Sowing and growing a healthy alternative
Having children cultivate their own fruit and veg makes them more likely to eat it, says Michael Kelly, founder of the Grow It Yourself movement. He tells Lisa Salmon kids can learn food empathy
Keeping children occupied and getting them to eat fruit and vegetables can be really tough for parents. But there's a simple way to successfully combine the two - by getting kids to plant seeds and grow and eat their own produce.
Teaching children 'food empathy' through sowing and growing means they'll have a better understanding of food and where it comes from, and that familiarity makes them much more likely to want to eat the food they've grown, says Michael Kelly, founder of the Grow It Yourself (GIY) movement.
"Getting children to grow their own food will help them to develop 'food empathy', which will follow them right through their lives," he adds.
"They develop a better understanding of how food works, which is a proven lever to a healthier, happier life."
This year the Sow & Grow campaign, run by GIY and Innocent drinks, will teach more than 250,000 primary school children throughout the UK and Ireland how to grow their own food by sending free growing kits, including seeds, compost, growing cups and more, to their schools.
But sowing and growing is important at home too, and Kelly has advice on how parents can get children to grow, eat and enjoy fruit and veg. He suggests:
All you need is some soil or potting compost, seeds and a paper cup to get started.
"Kids will get a buzz from seeing a little seedling emerge from the soil and having a real plant to mind," says Kelly.

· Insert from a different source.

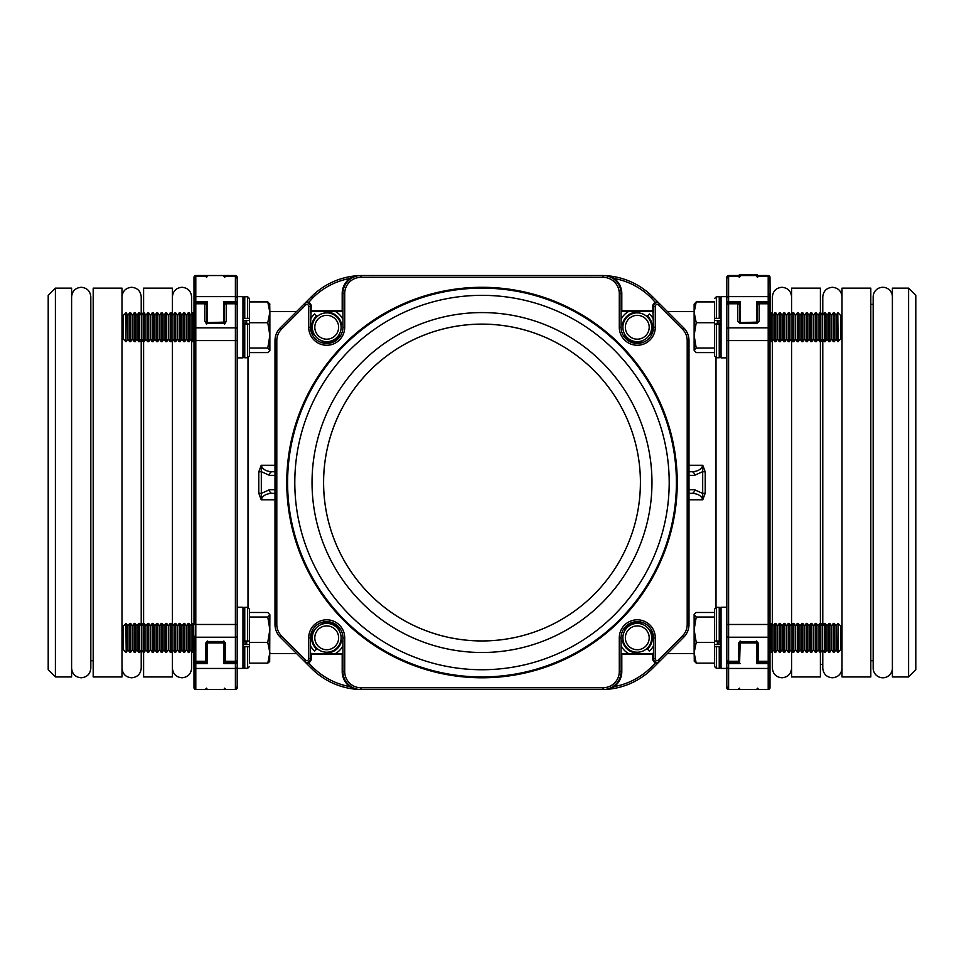 <?xml version="1.0" encoding="UTF-8"?>
<svg xmlns="http://www.w3.org/2000/svg" width="964" height="964" viewBox="0 0 964 964"><rect width="100%" height="100%" fill="white"/><g stroke="black" fill="none" stroke-linecap="round" stroke-linejoin="round"><path stroke-width="1.45" d="M739.4 275.535L739.4 274.463L757.403 274.463L757.403 275.535M271.981 471.745A3.603 2.543 90 0 0 269.438 475.336L261.316 471.661L261.316 493.423L258.774 493.194L258.774 471.89L261.232 465.263C262.377 469.227 265.956 471.384 271.981 471.745L275.005 471.745M908.594 288.14L915.8 295.346L915.8 669.739L908.594 676.945L908.594 288.14L892.399 288.14L892.399 676.945L908.594 676.945M55.406 676.945L48.2 669.739L48.2 295.346L55.406 288.14L55.406 676.945L71.601 676.945L71.601 288.14L55.406 288.14M294.803 482.542A187.197 187.197 0 0 0 482 669.739A187.197 187.197 0 0 0 669.197 482.542A187.197 187.197 0 0 0 482 295.346A187.197 187.197 0 0 0 294.803 482.542M676.403 482.542A194.403 194.403 0 0 1 482 676.945A194.403 194.403 0 0 1 287.597 482.542A194.403 194.403 0 0 1 482 288.14A194.403 194.403 0 0 1 676.403 482.542M312.035 482.542A169.965 169.965 0 0 1 482 312.577A169.965 169.965 0 0 1 651.965 482.542A169.965 169.965 0 0 1 482 652.495A169.965 169.965 0 0 1 312.035 482.542M323.579 482.542A158.421 158.421 0 0 1 482 324.121A158.421 158.421 0 0 1 640.421 482.542A158.397 158.397 0 0 0 482 324.145A158.397 158.397 0 0 0 323.603 482.542A158.397 158.397 0 0 0 482 640.94A158.397 158.397 0 0 0 640.397 482.542A158.421 158.421 0 0 1 482 640.952A158.421 158.421 0 0 1 323.579 482.542M842.006 482.542L842.006 676.945L870.805 676.945L870.805 288.14L842.006 288.14L842.006 482.542M791.601 339.943L791.601 625.13M791.601 650.507L791.601 676.945L820.4 676.945L820.4 652.218M820.4 341.654L820.4 623.419M143.6 341.654L143.6 623.419M143.6 652.218L143.6 676.945L172.399 676.945L172.399 650.507M172.399 339.943L172.399 625.13M93.195 482.542L93.195 676.945L121.994 676.945L121.994 288.14L93.195 288.14L93.195 482.542M688.995 471.745L692.019 471.745C698.044 471.384 701.623 469.227 702.768 465.263L705.226 471.89L705.226 493.194L702.768 499.81C701.623 495.858 698.044 493.701 692.019 493.339L688.995 493.339M275.005 493.339L271.981 493.339C265.956 493.701 262.377 495.858 261.232 499.81L258.774 493.194M738.677 688.79L738.677 689.537A0.723 0.723 0 0 0 739.4 688.814L739.4 688.814A0.723 0.723 0 0 1 738.677 689.537L728.603 689.537A1.795 1.795 0 0 1 726.796 687.742L726.796 671.534M769.995 660.039A1.795 1.277 0 0 1 768.2 661.316L768.2 662.364L758.126 662.364L757.403 660.81L757.403 642.446L758.126 642.952L758.126 661.316L768.2 661.316L768.2 637.216L728.603 637.216L728.603 661.316A1.795 1.277 0 0 1 726.796 660.039L726.796 293.538L726.796 302.262L728.603 301.491L728.603 327.868L768.2 327.868L768.2 340.593L728.603 340.593L728.603 624.479L768.2 624.479L768.2 340.593L769.995 340.593L769.995 304.516L769.995 687.742A1.795 1.795 0 0 1 768.2 689.537L758.126 689.537A0.723 0.723 0 0 1 757.403 688.814L757.403 688.79M757.403 688.176L756.68 689.537L758.126 689.537A0.723 0.723 0 0 1 757.403 688.814A0.723 0.723 0 0 1 756.68 689.537L740.123 689.537A0.723 0.723 0 0 1 739.4 688.814A0.723 0.723 0 0 0 740.123 689.537L739.4 688.176M726.796 293.538L726.796 277.343A1.795 1.795 0 0 1 728.603 275.535L768.2 275.535A1.795 1.795 0 0 1 769.995 277.343L770.296 341.654L771.321 341.654L771.321 312.854L770.296 312.854M354.583 688.392A71.276 71.276 0 0 1 352.86 688.176L352.041 688.79A71.999 71.999 0 0 1 311.517 668.45A71.999 71.999 0 0 0 359.415 689.477A71.999 71.999 0 0 1 352.041 688.79L349.787 686.597A18.726 18.726 0 0 1 342.196 671.534L342.196 654.255L311.239 654.255L311.239 658.774A4.326 4.326 0 0 1 308.42 662.822L308.179 662.148A3.603 3.603 0 0 0 310.516 658.774A3.603 3.603 0 0 1 308.179 662.148A3.603 3.603 0 0 0 310.516 658.774A3.603 3.603 0 0 1 308.179 662.148L307.118 662.364A3.603 3.603 0 0 1 304.371 661.316L280.271 637.216A18.003 18.003 0 0 1 275.005 624.479L275.005 340.593A18.003 18.003 0 0 1 280.271 327.868L306.648 301.491L308.42 302.262A4.326 4.326 0 0 1 311.239 306.311L310.516 327.254A16.195 16.195 0 0 0 326.724 343.461A16.195 16.195 0 0 0 342.919 327.254L342.919 310.818A0.723 0.723 0 0 1 342.196 311.541L311.239 311.541A0.723 0.723 0 0 1 310.516 310.818L310.516 306.311A3.603 3.603 0 0 0 308.179 302.937A3.603 3.603 0 0 1 310.516 306.311L308.721 306.311A1.795 1.795 0 0 0 305.648 305.034L281.548 329.146A16.195 16.195 0 0 0 276.801 340.593L276.801 624.479A16.195 16.195 0 0 0 281.548 635.939L305.648 660.039A1.795 1.795 0 0 0 308.721 658.774L308.721 637.819A18.003 18.003 0 0 1 326.724 619.816A18.003 18.003 0 0 1 344.714 637.819L344.714 671.534A16.195 16.195 0 0 0 360.922 687.742L603.078 687.742A16.195 16.195 0 0 0 619.286 671.534L619.286 637.819A18.003 18.003 0 0 1 637.276 619.816A18.003 18.003 0 0 1 655.279 637.819L655.279 658.774A1.795 1.795 0 0 0 658.352 660.039L682.452 635.939A16.195 16.195 0 0 0 687.199 624.479L687.199 340.593A16.195 16.195 0 0 0 682.452 329.146L658.352 305.034A1.795 1.795 0 0 0 655.279 306.311L655.279 327.254A18.003 18.003 0 0 1 637.276 345.257A18.003 18.003 0 0 1 619.286 327.254L619.286 293.538A16.195 16.195 0 0 0 603.078 277.343L360.922 277.343A16.195 16.195 0 0 0 344.714 293.538L344.714 327.254A18.003 18.003 0 0 1 326.724 345.257A18.003 18.003 0 0 1 308.721 327.254L308.721 306.311M655.279 306.311L653.484 306.311A3.603 3.603 0 0 1 655.821 302.937A3.603 3.603 0 0 0 653.484 306.311L653.484 310.818A0.723 0.723 0 0 1 652.761 311.541L621.804 311.541A0.723 0.723 0 0 1 621.081 310.818L621.081 327.254A16.195 16.195 0 0 0 637.276 343.461A16.195 16.195 0 0 0 653.484 327.254L652.761 306.311A4.326 4.326 0 0 1 655.58 302.262L657.352 301.491L683.729 327.868A18.003 18.003 0 0 1 688.995 340.593L688.995 624.479A18.003 18.003 0 0 1 683.729 637.216L659.629 661.316A3.603 3.603 0 0 1 656.882 662.364L655.821 662.148A3.603 3.603 0 0 1 653.484 658.774A3.603 3.603 0 0 0 655.821 662.148A3.603 3.603 0 0 1 653.484 658.774A3.603 3.603 0 0 0 655.821 662.148L655.58 662.822A4.326 4.326 0 0 1 652.761 658.774L652.761 654.255L621.804 654.255L621.804 671.534A18.726 18.726 0 0 1 614.213 686.597L611.959 688.79A71.999 71.999 0 0 1 604.585 689.477A71.999 71.999 0 0 0 652.483 668.45A71.999 71.999 0 0 1 611.959 688.79A0.723 0.723 0 0 1 611.14 688.079A0.723 0.723 0 0 0 611.959 688.79M344.714 637.819L342.919 637.819A16.195 16.195 0 0 0 326.724 621.623A16.195 16.195 0 0 0 310.516 637.819L310.516 654.255L311.239 653.544L342.196 653.544A0.723 0.723 0 0 1 342.919 654.255L342.919 637.819A16.195 16.195 0 0 0 326.724 621.623A16.195 16.195 0 0 0 310.516 637.819L308.721 637.819M619.286 637.819L621.081 637.819L621.081 654.255A0.723 0.723 0 0 1 621.804 653.544L652.761 653.544A0.723 0.723 0 0 1 653.484 654.255L653.484 637.819A16.195 16.195 0 0 0 637.276 621.623A16.195 16.195 0 0 0 621.081 637.819A16.195 16.195 0 0 1 637.276 621.623A16.195 16.195 0 0 1 653.484 637.819L655.279 637.819M237.204 607.224L242.964 607.224L242.964 668.426L237.204 668.426L237.204 687.742A1.795 1.795 0 0 1 235.397 689.537L195.8 689.537A1.795 1.795 0 0 1 194.005 687.742L194.005 637.819M224.6 658.774L224.6 642.446L225.323 642.952L225.323 661.316L235.397 661.316L235.397 637.216L195.8 637.216L195.8 624.479L235.397 624.479L235.397 340.593L195.8 340.593L195.8 624.479L194.005 624.479L194.005 277.343A1.795 1.795 0 0 1 195.8 275.535L235.397 275.535A1.795 1.795 0 0 1 237.204 277.343L237.204 293.538M172.399 314.577L172.399 288.14L143.6 288.14L143.6 312.854M194.005 671.534L193.704 623.419L192.68 623.419L192.68 652.218L193.704 652.218M194.005 306.311L194.005 340.593L195.8 340.593L195.8 327.868L235.397 327.868L235.397 303.768L226.395 303.768L226.395 321.108L223.877 323.567L207.32 323.567L204.802 321.108L206.597 324.169M192.68 312.854L192.68 341.654L190.944 339.171L190.944 315.349L192.68 312.854L194.005 313.288L194.005 310.818M224.6 324.169L226.395 321.108L223.877 323.362L223.877 322.639L207.32 322.639L207.32 323.567L204.802 321.108L204.802 302.708L206.597 304.516L206.597 322.639L223.877 322.133L223.877 301.491L235.397 301.491L235.397 303.768A1.795 1.277 0 0 1 237.204 305.034L237.204 660.039A1.795 1.277 0 0 1 235.397 661.316L235.397 663.594L223.877 663.594L223.877 642.952L207.32 642.952L206.597 642.446L207.32 641.506L205.874 642.952L207.32 641M726.796 329.146A1.795 1.277 0 0 1 728.603 327.868L728.603 340.593L726.796 340.593L726.796 305.034A1.795 1.277 0 0 1 728.603 303.768L737.605 303.768L737.605 302.708L739.4 304.516L739.4 322.976L739.4 302.503L737.737 302.72M769.995 637.819L769.995 624.479L768.2 624.479L768.2 637.216A1.795 1.277 0 0 0 769.995 635.939M771.321 652.218L771.321 623.419L773.056 625.901L773.056 649.736L771.321 652.218L769.995 651.797L769.995 654.255M820.4 312.854L820.4 288.14L791.601 288.14L791.601 314.577M757.632 322.663L759.198 321.108L756.68 323.567L740.123 323.567L737.605 321.108L739.171 322.663M658.352 660.039L659.629 661.316L657.352 663.594L655.58 662.822L651.218 667.184A70.203 70.203 0 0 1 614.213 686.597L613.779 686.019L611.525 687.44A18.003 18.003 0 0 1 603.078 689.537L360.922 689.537A18.003 18.003 0 0 1 352.475 687.44L350.221 686.019L349.787 686.597A70.203 70.203 0 0 1 312.782 667.184L308.42 662.822L306.648 663.594L304.371 661.316L305.648 660.039M352.475 277.644A0.723 0.723 0 0 0 352.86 277.005A0.723 0.723 0 0 1 352.475 277.644L350.221 279.066A18.003 18.003 0 0 1 360.922 275.535L603.078 275.535A18.003 18.003 0 0 1 611.525 277.644L613.779 279.066L614.213 278.488A18.726 18.726 0 0 1 621.804 293.538L621.804 310.818L652.761 310.818L652.761 311.541A29.523 29.523 0 0 1 653.484 312.276M285.814 642.759L284.573 641.506M739.4 304.516L739.4 312.854M224.6 305.034A1.795 1.277 180 0 1 226.395 303.768L226.395 302.708L224.6 304.516L224.6 306.311M224.6 312.854L224.6 311.541M225.323 688.79L225.323 689.537A0.723 0.723 0 0 1 224.6 688.814L224.6 688.79M224.6 653.544L224.6 652.218M740.123 641L739.4 642.446L739.4 660.81L738.677 661.316L738.677 642.952L740.123 641.506L738.677 642.952M739.4 652.218L739.4 653.544M306.407 302.744L306.648 301.491A0.723 0.723 0 0 0 306.444 301.997L306.444 301.997A0.723 0.723 0 0 0 307.118 302.72A3.603 3.603 0 0 0 304.371 303.768A3.603 3.603 0 0 1 307.118 302.72L308.179 302.937A3.603 3.603 0 0 1 310.516 306.311A3.603 3.603 0 0 0 308.179 302.937L312.782 297.9L311.517 296.623A71.999 71.999 0 0 1 359.415 275.608A71.999 71.999 0 0 0 352.041 276.294L349.787 278.488A70.203 70.203 0 0 0 312.782 297.9M656.882 302.72A0.723 0.723 0 0 0 657.352 301.491A0.723 0.723 0 0 1 656.882 302.72A3.603 3.603 0 0 1 659.629 303.768A3.603 3.603 0 0 0 656.882 302.72L655.821 302.937L651.218 297.9A70.203 70.203 0 0 0 614.213 278.488L611.959 276.294A71.999 71.999 0 0 1 652.483 296.623L657.352 301.491L657.593 302.744M235.397 275.535A1.795 1.795 0 0 1 237.204 277.343A1.795 1.795 0 0 0 235.397 275.535L235.397 276.282L223.877 276.294L223.877 275.535A0.723 0.723 0 0 1 224.6 276.258L224.6 276.258A0.723 0.723 0 0 0 223.877 275.535M206.597 277.343L204.802 275.535A1.795 1.795 0 0 1 206.26 276.282M204.802 276.282L204.802 275.535L206.621 276.09M224.576 276.09L226.395 275.535L224.6 277.343M226.395 275.535L225.709 275.68L226.395 275.535A1.795 1.795 0 0 0 224.937 276.282A1.795 1.795 0 0 1 226.395 275.535L226.395 276.282M739.4 277.343L737.617 275.535M768.2 275.535A1.795 1.795 0 0 1 769.995 277.343A1.795 1.795 0 0 0 768.2 275.535L768.2 276.282L756.68 276.294L756.68 275.535A0.723 0.723 0 0 1 757.403 276.258L757.403 276.258A0.723 0.723 0 0 0 756.68 275.535M737.605 276.282L737.605 275.535A1.795 1.795 0 0 1 739.063 276.282M738.291 275.68L739.424 276.09M757.379 276.09L759.198 275.535L757.403 277.343M759.198 275.535L758.511 275.68L759.198 275.535A1.795 1.795 0 0 0 757.74 276.282A1.795 1.795 0 0 1 759.198 275.535L759.198 276.282M223.877 689.537A0.723 0.723 0 0 0 224.6 688.814A0.723 0.723 0 0 0 225.323 689.537A0.723 0.723 0 0 1 224.6 688.814L224.6 688.814A0.723 0.723 0 0 1 223.877 689.537L224.6 688.176M205.874 688.79L205.874 689.537A0.723 0.723 0 0 0 206.597 688.814A0.723 0.723 0 0 1 205.874 689.537A0.723 0.723 0 0 0 206.597 688.826L206.597 688.79M739.4 305.034A1.795 1.277 0 0 0 737.605 303.768L737.605 321.108L740.123 323.362L756.68 323.567L756.68 322.639L740.123 322.639L740.123 323.362M756.68 323.362L759.198 321.108L759.198 303.768A1.795 1.277 180 0 0 757.403 305.034M223.877 641L224.6 642.446L224.6 662.569L223.877 663.594M756.68 641L757.403 642.446L757.403 658.774M705.226 493.194L702.684 493.423L702.684 471.661L694.562 475.336A3.603 2.543 -90 0 0 692.019 471.745M258.774 471.89L261.316 471.661L261.232 465.263L275.005 465.263M271.981 493.339A3.603 2.543 90 0 1 269.438 489.736L261.316 493.423L261.232 499.81L275.005 499.81M688.995 465.263L702.768 465.263L702.684 471.661L705.226 471.89M688.995 499.81L702.768 499.81L702.684 493.423L694.562 489.736A3.603 2.543 -90 0 1 692.019 493.339M621.804 311.541L621.081 310.818L621.081 293.538A18.003 18.003 0 0 0 613.779 279.066A18.003 18.003 0 0 1 621.081 293.538L619.286 293.538M603.078 277.343L603.078 275.535A18.003 18.003 0 0 1 611.525 277.644A0.723 0.723 0 0 1 611.959 276.294A71.999 71.999 0 0 0 604.585 275.608A71.999 71.999 0 0 1 611.959 276.294L611.14 276.909A71.276 71.276 0 0 0 609.417 276.692M621.081 319.409A18.003 18.003 0 0 1 628.516 311.541M646.952 316.59L649.375 313.927A18.003 18.003 0 0 1 653.484 319.409M651.688 334.665L650.085 333.845M641.675 340.967L642.229 342.69M623.66 336.026L625.178 335.062M623.202 324.217L621.081 323.747M636.517 311.541L636.577 312.878M694.128 304.19L694.128 312.312L696.225 301.913L694.128 304.19M649.375 335.074A14.4 14.4 0 0 1 629.456 339.352A14.4 14.4 0 0 1 625.19 319.446A14.4 14.4 0 0 1 645.097 315.168A14.4 14.4 0 0 1 649.375 335.074M647.29 333.725A11.917 11.917 0 0 1 630.805 337.267A11.917 11.917 0 0 1 627.275 320.795A11.917 11.917 0 0 1 643.747 317.252A11.917 11.917 0 0 1 647.29 333.725M739.4 311.541L739.4 322.639L756.68 322.133L756.68 301.491L757.403 302.503L757.403 322.976M739.4 306.311L739.4 302.72M737.605 302.708L728.603 302.708L726.796 304.516L726.796 278.488L728.603 276.294L728.603 301.491L740.123 301.491L740.123 322.639L739.4 322.639M769.995 306.311L769.995 293.538M769.995 278.488L768.2 276.282L769.995 278.488M756.68 301.491L768.2 301.491L769.995 302.262A0.723 0.675 180 0 1 769.284 302.937L769.284 303.07M756.68 322.133L757.403 322.639L756.68 322.133M739.4 302.503L740.123 301.491M757.403 276.909L756.68 276.294M740.123 275.535A0.723 0.723 0 0 0 739.4 276.258A0.723 0.723 0 0 1 740.123 275.535L739.4 276.909M727.519 303.07L727.519 302.937A0.723 0.675 180 0 1 726.796 302.262M838.078 341.654L837.8 312.854L837.8 341.654L840.56 339.171L840.56 315.349L838.078 312.854M837.8 341.654L836.065 339.171L836.065 315.349L834.318 312.854L833.306 312.854L833.306 341.654L834.318 341.654L834.318 312.854M833.306 341.654L831.558 339.171L831.558 315.349L829.823 312.854L828.799 312.854L828.799 341.654L829.823 341.654L829.823 312.854M828.799 341.654L827.064 339.171L827.064 315.349L825.317 312.854L824.304 312.854L824.304 341.654L825.317 341.654L825.317 312.854M824.304 341.654L822.557 339.171L822.557 315.349L820.822 312.854L819.798 312.854L819.798 341.654L820.822 341.654L820.822 312.854M819.798 341.654L818.062 339.171L818.062 315.349L816.315 312.854L815.303 312.854L815.303 341.654L816.315 341.654L816.315 312.854M815.303 341.654L813.556 339.171L813.556 315.349L811.821 312.854L810.796 312.854L810.796 341.654L811.821 341.654L811.821 312.854M810.796 341.654L809.061 339.171L809.061 315.349L807.314 312.854L806.302 312.854L806.302 341.654L807.314 341.654L807.314 312.854M806.302 341.654L804.554 339.171L804.554 315.349L802.819 312.854L801.795 312.854L801.795 341.654L802.819 341.654L802.819 312.854M801.795 341.654L800.06 339.171L800.06 315.349L798.325 312.854L797.3 312.854L797.3 341.654L798.325 341.654L798.325 312.854M797.3 341.654L795.565 339.171L795.565 315.349L793.818 312.854L792.806 312.854L792.806 341.654L793.818 341.654L793.818 312.854M792.806 341.654L791.058 339.171L791.058 315.349L789.323 312.854L788.299 312.854L788.299 341.654L789.323 341.654L789.323 312.854M788.299 341.654L786.564 339.171L786.564 315.349L784.817 312.854L783.804 312.854L783.804 341.654L784.817 341.654L784.817 312.854M783.804 341.654L782.057 339.171L782.057 315.349L780.322 312.854L779.298 312.854L779.298 341.654L780.322 341.654L780.322 312.854M779.298 341.654L777.562 339.171L777.562 315.349L775.815 312.854L774.803 312.854L774.803 341.654L775.815 341.654L775.815 312.854M774.803 341.654L773.056 339.171L773.056 315.349L771.321 312.854M719.06 323.663L719.06 320.904M717.324 323.663L717.324 320.904M720.795 323.856L720.795 320.711M721.036 324.037L714.565 324.037L714.565 355.969L714.565 352.595L696.225 352.595L694.128 350.33L696.225 348.052L694.128 335.376L696.225 322.711L694.128 312.312L694.128 350.33M696.225 322.711L714.565 322.711L714.565 301.913L696.225 301.913M714.565 322.711L714.565 348.052L696.225 348.052M721.036 320.518L714.565 320.518L714.565 301.913M721.036 318.349L714.565 318.349M714.565 642.373L696.225 642.373L694.128 629.697L696.225 617.032L714.565 617.032L714.565 666.534L714.565 644.554L721.036 644.554M721.036 641.036L714.565 641.036L714.565 609.115L714.565 612.477L696.225 612.477L694.128 614.417L694.128 652.761L696.225 642.373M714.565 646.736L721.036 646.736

"They're more likely to try vegetables like spinach and peas when they've grown them themselves, and even the smallest food-growing experiences have huge value in helping children to understand where their food comes from."
Let them choose
Kids are far more curious about food than we give them credit for, so get them to create a shopping list, then take your child to the supermarket and let them see, smell and feel the fruit and vegetables with you.
Variety is key
Immersing kids from a young age in trying lots of different foods will cultivate a diverse diet. A child as young as two can help you to wash fruit and vegetables and in doing so you can explore new colours and shapes together.
Encourage children to develop new skills in the kitchen by asking them to make a simple salad. They can tear up broccoli or lettuce for a salad, scrub potatoes and cut soft foods like strawberries and ripe tomatoes with a child-friendly knife.
Work with your child to create food art - from watermelon flowers to animal-inspired snacks. Even the pickiest of eaters won't be able to resist a plate full of colours.
Each week, teach your child about a new fruit or vegetable and work on a new recipe together.
Texture versus taste
Have a raw and cooked vegetable option so your child can choose the one they like best. Some children like the crunch in raw vegetables, while others like vegetables to be soft.
Let your child's imagination run wild and get them trying different combinations of food together to make smoothies. You're more likely to gauge a child's interest in fruit and veg by letting them experiment.
Involving their friends when getting ready for dinner is a fun, mucky, hands-on activity. For instance, you can create a mini-assembly line of food that needs mixing, rolling, washing etc.
Don't give up
If you're finding it hard to get your child to eat fruit and veg, try and work them into other recipes. For example, children will like cress, particularly if it's in an egg salad, so let them be in charge of sprinkling it into the dish.